Since time immemorial, the relationship between the state and the media has always been one of love hate. In times when the media is perceived to dance to the tune of the state, the relationship is love. But if the media is somehow seen to be anti-establishment, the relationship is hate.
In Kenya, this also plays out but more often than not the relationship between the Kenyan media and the state is that of hate. Consecutive governments since independence have always viewed the mainstream media with contempt. To the government of the day, the belief is that the mainstream media is always anti-establishment and pro-opposition.

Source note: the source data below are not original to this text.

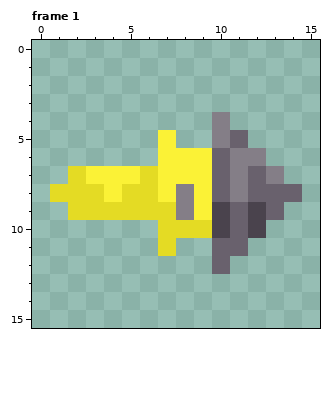
Edited in one commit: pixel-art file (Assets/Resources/sprites/projectile/proj_drill.aseprite). The first picture shows the starting point.
16x16 pixels, 2 frames. Shown: frame 1. The commit also changed other frames, which this record leaves out.
Once edited:
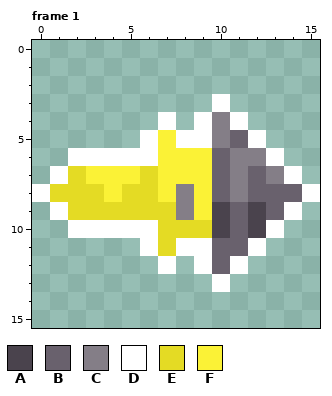
Palette (. is transparent): A #4a434d  B #69616d  C #847e87  D #ffffff  E #e4db24  F #fbf236
Diff:
--- frame 1
@@ x 0..15 @@
  2 ................
- 3 ................
- 4 ..........C.....
- 5 .......F..CB....
- 6 .......FFFBCC...
- 7 ..EFFFEFFFBCBC..
- 8 .EEEFEEFCFBCBBB.
- 9 ..EEEEEECFABAB..
-10 .......EEEABA...
-11 .......E..BB....
-12 ..........B.....
-13 ................
+ 3 ..........D.....
+ 4 .......D.DCD....
+ 5 ......DFDDCBD...
+ 6 ..DDDDDFFFBCCD..
+ 7 .DEFFFEFFFBCBCD.
+ 8 DEEEFEEFCFBCBBBD
+ 9 .DEEEEEECFABABD.
+10 ..DDDDDEEEABAD..
+11 ......DEDDBBD...
+12 .......D.DBD....
+13 ..........D.....
 14 ................

Tragically, the Kenyan media is dominated by three main daily newspapers in terms of readership and around five television channels in terms of viewership. About 10 radio stations compete for listenership. Because these few dominate the media scene, they are the cause the government of the day loathes the media to a point where both the president and his deputy believe newspapers are only useful when wrapping meat.
But Mr President, we want to remind you the Kenyan media is much bigger than your few perceived enemies. When you isolate the mainstream media, there is a big media industry that serves niche markets and employs hundreds of Kenyans. The alternative media, which include business, lifestyle and sports magazines, community-based radio and TV stations and others, are mediums that communicate to millions of Kenyans by addressing specific needs of their audiences.
SMEs Today Magazine, for instance, is a monthly publication that is committed to identifying small and medium enterprises and giving them a platform to share their successes, challenges and aspirations. In doing so, the publication helps to drive the growth of the SMEs sector which with no doubt is the cog of the economy.
For the government, thus, to brandish the whole media industry as anti-establishment and decided to starve it of advertising support is, to say the least, unfortunate. The decision by the government to establish a weekly publication called MyGov and direct all ministries, departments and agencies to only advertise through MyGov was the worst.
While the justification was to save revenue, with the covert intention being to punish mainstream media for their so-called anti-government conspiracy, the reality is that the directive is killing responsible alternative media like SMEs Today Magazine. Without advertising support from the government, its ministries, departments and agencies, this publication and its peers are struggling to survive.
Mr President, MyGov is not hurting the perceived enemies which ironically are getting paid for distributing the publication. To the contrary, it is killing responsible publications serving niche markets and playing a crucial role in the development of this country.
This is not a call for the abolishment of MyGov. This is a plea that just as the Head of Public Service Joseph Kinyua issued a directive that all government advertising should be done through MyGov, he should issue another directive telling ministries, departments and agencies they are free to support alternative media like SMEs Today Magazine. And just to clarify, the media in its entirety is not an enemy Mr President. It is the engine that makes our democracy function.